Simple double click the 'enableIDN' entry to set it to false.

Then try the 'paypal' links again. You will not be able to load them.

I think this is a pretty bad vulnerability, but at least you can do something about it.

----------

## hensan

Hmm, the workaround doesn't seem to work very well. After you restart the browser it resolves IDN addresses just fine again, even though network.enableIDN is still false in about:config  :Confused: 

----------

## Pink

Yes, you're not wrong. Not too happy about that.

----------

## Red Sparrow

Great, somebody found yet another way to crap up the Internet.  I bet Microsoft sees this as the perfect opportunity to tell us all about how open-source software is riddled with security flaws and how IE is perfectly secure in every way.

(- Steve -)

----------

## Flammie

Uhmm... if you disable IDN you will also lose access to all Internationalized Domain Names, isn't that correct? I think this workaround isn't really usable for lots of people, but the situation is kind of tricky for the web browser's developer point of view.

----------

## j-m

 *Flammie wrote:*   

> Uhmm... if you disable IDN you will also lose access to all Internationalized Domain Names, isn't that correct? I think this workaround isn't really usable for lots of people, but the situation is kind of tricky for the web browser's developer point of view.

 

Lots of people? C´mon. MS IE does not support this, so where are the IDN crowds?  :Laughing: 

BTW, this is NOT browser problem, this is IDN problem. Pretty useless idea anyway, seems also extremely dangerous now.   :Mad:   :Evil or Very Mad: 

----------

## kallamej

See also https://forums.gentoo.org/viewtopic.php?t=292283

----------

## Flammie

 *j-m wrote:*   

> Lots of people? C´mon. MS IE does not support this, so where are the IDN crowds?  

 

Some milliard people in China pops in to mind, as well as few more in Japan, and other parts of Asia as well. Using ASCII domain names is a big and problematic limitation to a lot of average users in non-USASCII world, but I guess that doesn't count for self-absorbed Americans   :Rolling Eyes: 

----------

## j-m

 *Flammie wrote:*   

>  *j-m wrote:*   Lots of people? C´mon. MS IE does not support this, so where are the IDN crowds?   
> 
> Some milliard people in China pops in to mind, as well as few more in Japan, and other parts of Asia as well. Using ASCII domain names is a big and problematic limitation to a lot of average users in non-USASCII world, but I guess that doesn't count for self-absorbed Americans  

 

First of all, I am NOT an American at all.
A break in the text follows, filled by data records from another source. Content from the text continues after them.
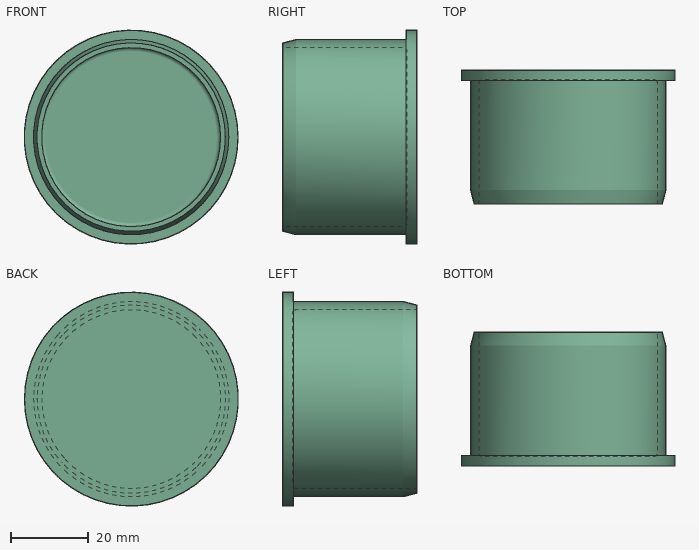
import cadquery as cq

flange_diameter = 55.0
flange_thickness = 2.75
body_diameter = 50.2
tip_diameter = 48.4
bore_diameter = 46.0
total_length = 34.5
tip_taper_length = 3.5
floor_thickness = 2.5
floor_fillet = 1.0

tip_y = -total_length / 2
closed_y = total_length / 2
taper_start_y = tip_y + tip_taper_length
flange_y = closed_y - flange_thickness
floor_y = closed_y - floor_thickness

flange_radius = flange_diameter / 2
body_radius = body_diameter / 2
tip_radius = tip_diameter / 2
bore_radius = bore_diameter / 2


def make_cap():
    """Revolve the wall, floor and flange section around the Y axis."""
    fillet_center_x = bore_radius - floor_fillet
    fillet_center_y = floor_y - floor_fillet
    diagonal = floor_fillet / 2**0.5
    fillet_middle = (fillet_center_x + diagonal, fillet_center_y + diagonal)

    section = (
        cq.Workplane("XY")
        .moveTo(0, closed_y)
        .lineTo(flange_radius, closed_y)
        .lineTo(flange_radius, flange_y)
        .lineTo(body_radius, flange_y)
        .lineTo(body_radius, taper_start_y)
        .lineTo(tip_radius, tip_y)
        .lineTo(bore_radius, tip_y)
        .lineTo(bore_radius, fillet_center_y)
        .threePointArc(fillet_middle, (fillet_center_x, floor_y))
        .lineTo(0, floor_y)
        .close()
    )
    return section.revolve(360, (0, 0, 0), (0, 1, 0))


result = make_cap()
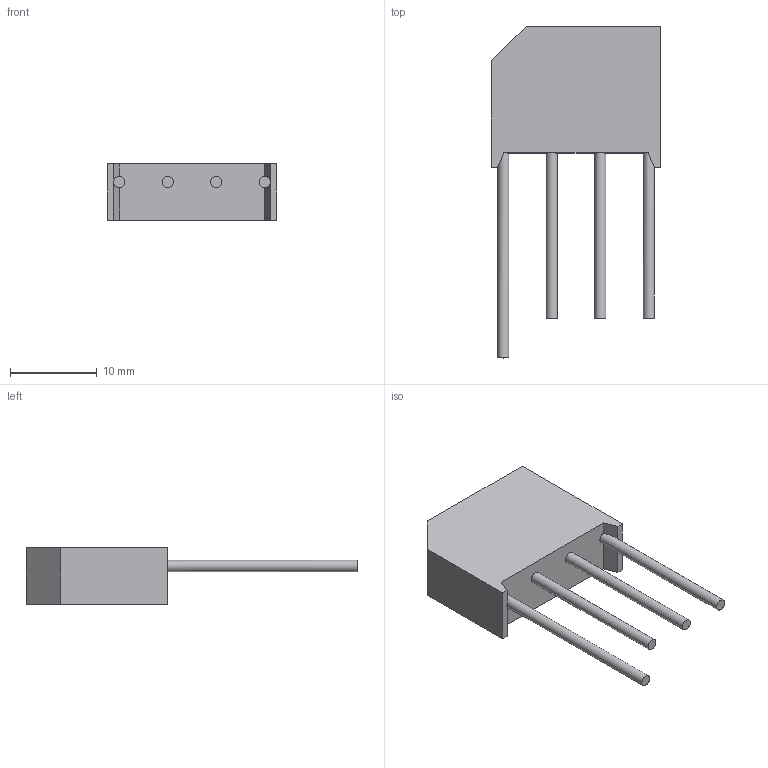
import cadquery as cq

body_width = 19.5
body_length = 16.3
body_thickness = 6.5
corner_chamfer = 4.0

recess_depth = 1.65
foot_tip_width = 0.7
foot_root_width = 1.4

lead_diameter = 1.3
lead_pitch = 5.6
lead_count = 4
lead_height = 4.4
long_lead_reach = 22.0
short_lead_reach = 17.4

half_width = body_width / 2


def make_body():
    """Block with one chamfered rear corner and a flared recess on the lead side."""
    return (
        cq.Workplane("XY")
        .moveTo(-half_width, 0)
        .lineTo(-half_width + foot_tip_width, 0)
        .lineTo(-half_width + foot_root_width, recess_depth)
        .lineTo(half_width - foot_root_width, recess_depth)
        .lineTo(half_width - foot_tip_width, 0)
        .lineTo(half_width, 0)
        .lineTo(half_width, body_length)
        .lineTo(-half_width + corner_chamfer, body_length)
        .lineTo(-half_width, body_length - corner_chamfer)
        .close()
        .extrude(body_thickness)
    )


def make_lead(x, reach):
    """Round lead from inside the body out to `reach` past the feet along -Y."""
    embed_y = 2 * recess_depth
    return (
        cq.Workplane("XZ", origin=(x, embed_y, lead_height))
        .circle(lead_diameter / 2)
        .extrude(embed_y + reach)
    )


result = make_body()
for index in range(lead_count):
    lead_x = (index - (lead_count - 1) / 2) * lead_pitch
    lead_reach = long_lead_reach if index == 0 else short_lead_reach
    result = result.union(make_lead(lead_x, lead_reach))

Seconds - IDNs limit useability of internet - how on earth am I supposed to type Chinese/Japanese on US keyboard with locales set to English? Using punny code? Oh great, what a "solution".  :Rolling Eyes: 

Third: Maybe you should see 

http://james.seng.cc/archives/2005/02/08/idn_and_homographs_spoofing.html first and then talk...  This is the same stupid thing which breaks RFCs like when Verisign put A records for COM and NET in their root DNS servers...   :Rolling Eyes:   :Evil or Very Mad: 

----------

## Flammie

 *j-m wrote:*   

> Seconds - IDNs limit useability of internet - how on earth am I supposed to type Chinese/Japanese on US keyboard with locales set to English? Using punny code? Oh great, what a "solution".  

 

Why would you want to go to Chinese/Japanese-only website if you don't even know how to type Chinese/Japanese? It can be done even with US keyboard and English locale. 

Will you next complain that your usability is limited because you can't understand kanji on those chinese sites?

 *Quote:*   

> http://james.seng.cc/archives/2005/02/08/idn_and_homographs_spoofing.html first and then talk...  This is the same stupid thing which breaks RFCs like when Verisign put A records for COM and NET in their root DNS servers...   

 

Ok, I read it. What should I think now? I've always known verisign sucked a big deal.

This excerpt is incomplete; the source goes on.